I don't like to but I live in a rural area in Arkansas. Arkansas is where Walmart started. Thus, there are not many other stores and with the nearest city an hour and a half drive in each direction, I don't really have much choice.


----------



## CoastalSprite (Sep 8, 2011)

The Walmarts in my town are normal places shopped by normal people so I don't really understand the stigma. Take a random sample of clientele from Walmart or any other middle-class store and there is likely minimal difference, including the average weight of both groups. But that's just from my observations shopping, which is admittedly not extensive.


----------



## CheesePlease (Feb 12, 2012)

I guess its ok once in a while but I'd rather go to Target(since it's closer, and cleaner!) I went to Wal-Mart once to get a few office supplies and when we couldn't find them, we went around the entire store and didn't find a single employee. You can't even tell them apart from the shoppers and they also never have any idea what you're looking for or where it is. Then there's the crowded parking lot, you have to park waaaay at the back(which actually doesn't bother me) so you don't get hit by anybody because the parking jobs/drivers are horrendous. People walk extremely slow and let their children run all over when cars are going by. Also, I'm guessing other Wal-Marts aren't as bad but mine is pretty dirty so I avoid it as much as I can.


----------



## AceEmoKid (Apr 27, 2012)

No way. Whenever my mum drags me along I just stay in the McDonalds nearby and draw whilst she's shopping. That place is hella boring. Then again i hate shopping (I'll only go if it's to get necessities) in general.


----------



## komorikun (Jan 11, 2009)

There is no Walmart near here, so I never go. There is no way in hell San Francisco will let Walmart open a store here. And once I have a real job I plan on spending my money at slightly less evil stores.


----------



## Cletis (Oct 10, 2011)

I don't shop there often but I really don't mind it. They have some good bargains on some things. Kroger has better prices on groceries IMHO.


----------



## nubly (Nov 2, 2006)

CoastalSprite said:


> The Walmarts in my town are normal places shopped by normal people so I don't really understand the stigma. Take a random sample of clientele from Walmart or any other middle-class store and there is likely minimal difference, including the average weight of both groups. But that's just from my observations shopping, which is admittedly not extensive.

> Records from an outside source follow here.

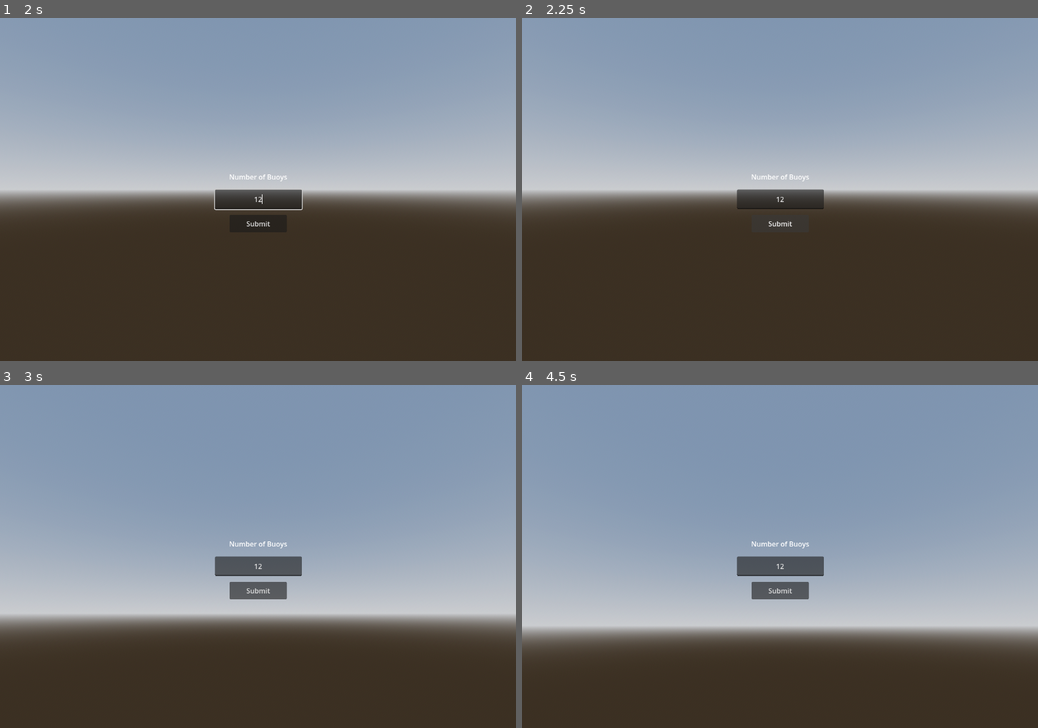
Above: before the commit, frames 1-4 (two rows, left to right).
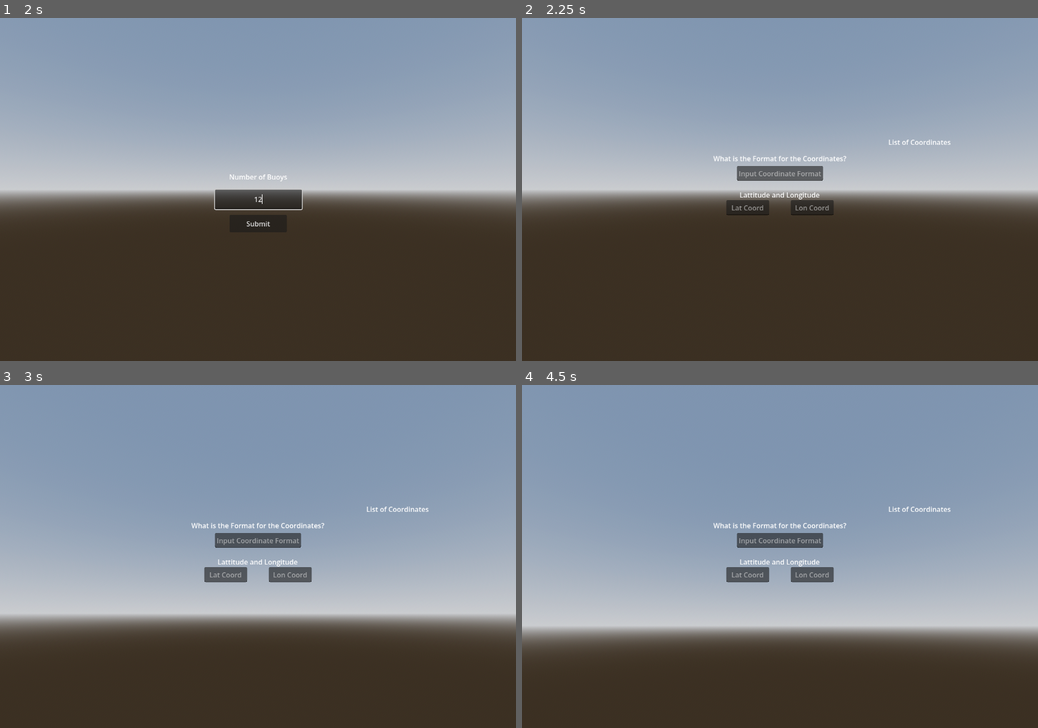
Above: after the commit, the same moments.

Repository: chrissolanilla/boatSim
Game: Godot game, scene res://MainMenu/MainMenu.tscn
The game is run twice, just before and just after one commit, with the same random seed, the same clock (stepped at 60 frames per second) and the same inputs.
Inputs (mouse positions are in pixels of both pictures, inside the frame that each line leads up to):
- Up to frame 1 (2 s): click "Start" at 0.5 s; click (258, 199) at 1.27 s; type "12" at 1.35 s
- Up to frame 2 (2.25 s): click "Submit" at 2 s
- Up to frame 3 (3 s): tap Enter at 2.75 s; move the mouse to (283, 556) at 2.77 s; hold W (move_forward) from 2.78 s (still down); hold Ctrl (sprint) from 2.78 s (still down)
- Up to frame 4 (4.5 s): keep holding W (move_forward); tap Space (move_up) at 3.5 s; move the mouse to (754, 556) at 3.52 s; release Ctrl (sprint) at 3.53 s; tap Ctrl (sprint) at 3.6 s; tap Enter at 4.25 s; move the mouse to (790, 549) at 4.27 s; hold Ctrl (sprint) from 4.28 s (still down)

Frame 1 is identical in both runs. In frame 2, 2.0% of the frame differs, in the area x 37-83%, y 35-61%; in frame 3, 2.7%; in frame 4, 2.7%, in the area x 37-84%, y 35-63%.

Commit message:
connects with singals

Diff:
--- a/godot/Level1/Level1.tscn
+++ b/godot/Level1/Level1.tscn
@@ -4,6 +4,7 @@
 [ext_resource type="PackedScene" uid="uid://c7mn0uo5ixu7h" path="res://buoy/buoy.tscn" id="1_yr1vs"]
 [ext_resource type="PackedScene" uid="uid://cyqcpfasocaus" path="res://Player/Player.tscn" id="2_axawr"]
 [ext_resource type="Script" uid="uid://cxtsp3b3p1436" path="res://Level1/ui_buoys.gd" id="4_22xjp"]
+[ext_resource type="Script" uid="uid://c08v3w0x1ea5f" path="res://Level1/ui_cordinates.gd" id="5_iits7"]
 
 [sub_resource type="ProceduralSkyMaterial" id="ProceduralSkyMaterial_yr1vs"]
 sky_horizon_color = Color(0.66224277, 0.6717428, 0.6867428, 1)
@@ -85,6 +86,7 @@
 [node name="buoy_coordinates" type="CanvasLayer" parent="." unique_id=1503615693]
 layer = 2
 visible = false
+script = ExtResource("5_iits7")
 
 [node name="HBoxContainer" type="HBoxContainer" parent="buoy_coordinates" unique_id=1974101524]
 offset_left = 800.0
--- a/godot/Level1/level_1.gd
+++ b/godot/Level1/level_1.gd
@@ -3,21 +3,16 @@
 # we should use object culling instead
 # we probably wont need more than like 20.
 # just like move the ones up to the ones they need and hide the rest.
-
-@onready var buoy: Node3D = $Buoys/Buoy
-@onready var buoys_parent_node: Node3D = $Buoys
-@onready var n_buoy: LineEdit = $n_buoys/n_buoy
+@onready var n_buoys: CanvasLayer = $n_buoys
+@onready var buoy_coordinates: CanvasLayer = $buoy_coordinates
 
 # Called when the node enters the scene tree for the first time.
 func _ready() -> void:
-	pass # Replace with function body.
+	n_buoys.buoy_count_submitted.connect(
+		buoy_coordinates.show_coordinate_ui
+	)
 
 
 # Called every frame. 'delta' is the elapsed time since the previous frame.
 func _process(delta: float) -> void:
 	pass
-
-
-
-func _on_n_buoy_editing_toggled(toggled_on: bool) -> void:
-	pass # Replace with function body.
--- a/godot/Level1/ui_buoys.gd
+++ b/godot/Level1/ui_buoys.gd
@@ -1,7 +1,7 @@
 extends CanvasLayer
 
 @onready var n_buoy: LineEdit = $n_buoy
-
+signal buoy_count_submitted(num_buoys: int)
 var num_buoys: int
 # Called when the node enters the scene tree for the first time.
 func _ready() -> void:
@@ -16,4 +16,7 @@
 func _on_submit_n_buoys_pressed() -> void:
 	num_buoys = int(n_buoy.text)
 	print(num_buoys, " IS THE NUMB BUOYS")
-	pass # Replace with function body.
+	if num_buoys >= 1:
+		#hide the ui and show the cordinates ui
+		self.visible = false
+		buoy_count_submitted.emit(num_buoys)
--- /dev/null
+++ b/godot/Level1/ui_cordinates.gd
@@ -0,0 +1,11 @@
+extends CanvasLayer
+
+var num_buoys: int = 0
+
+func _ready() -> void:
+	visible = false
+
+func show_coordinate_ui(amount: int) -> void:
+	num_buoys = amount
+	visible = true
+	print("coordinate ui opened for ", num_buoys, " buoys")
Not shown, added: godot/Level1/ui_cordinates.gd.uid

Agreed. Also, I've never had any problems with employees helping me out with looking for things. I think the problem is with the shoppers not the empoyees. You have to ask the employees that work in a certain section, not just any employee. For instance, you don't ask the employee working by the sports section for help on the electronics section.


----------



## Nitrogen (Dec 24, 2012)

There's two Walmarts in my city, but I prefer the Target here. It's much cleaner, and some of the prices are actually cheaper. The people who shop at either store here are normal, but I don't really pay attention.


----------



## SilentLyric (Aug 20, 2012)

I don't shop there but my dad always does and I want to get the **** out as soon as I enter the store. Kids crying that echoes thru out the whole store. The place is dirty as heck I don't think they ever clean those floors. Plus everyone has this depressing, "give up on life" kind of vibe as they slowly walk up and down the isles. I don't think I've seen one person smiling inside a walmart. Also, the employees get payed **** and considering how busy it gets, it doesn't seem too crazy to increase their pay.


----------



## arnie (Jan 24, 2012)

I prefer to buy on Amazon when I can.


----------



## Revenwyn (Apr 11, 2011)

SilentLuke said:


> I don't shop there but my dad always does and I want to get the **** out as soon as I enter the store. Kids crying that echoes thru out the whole store. The place is dirty as heck I don't think they ever clean those floors. Plus everyone has this depressing, "give up on life" kind of vibe as they slowly walk up and down the isles. I don't think I've seen one person smiling inside a walmart. Also, the employees get payed **** and considering how busy it gets, it doesn't seem too crazy to increase their pay.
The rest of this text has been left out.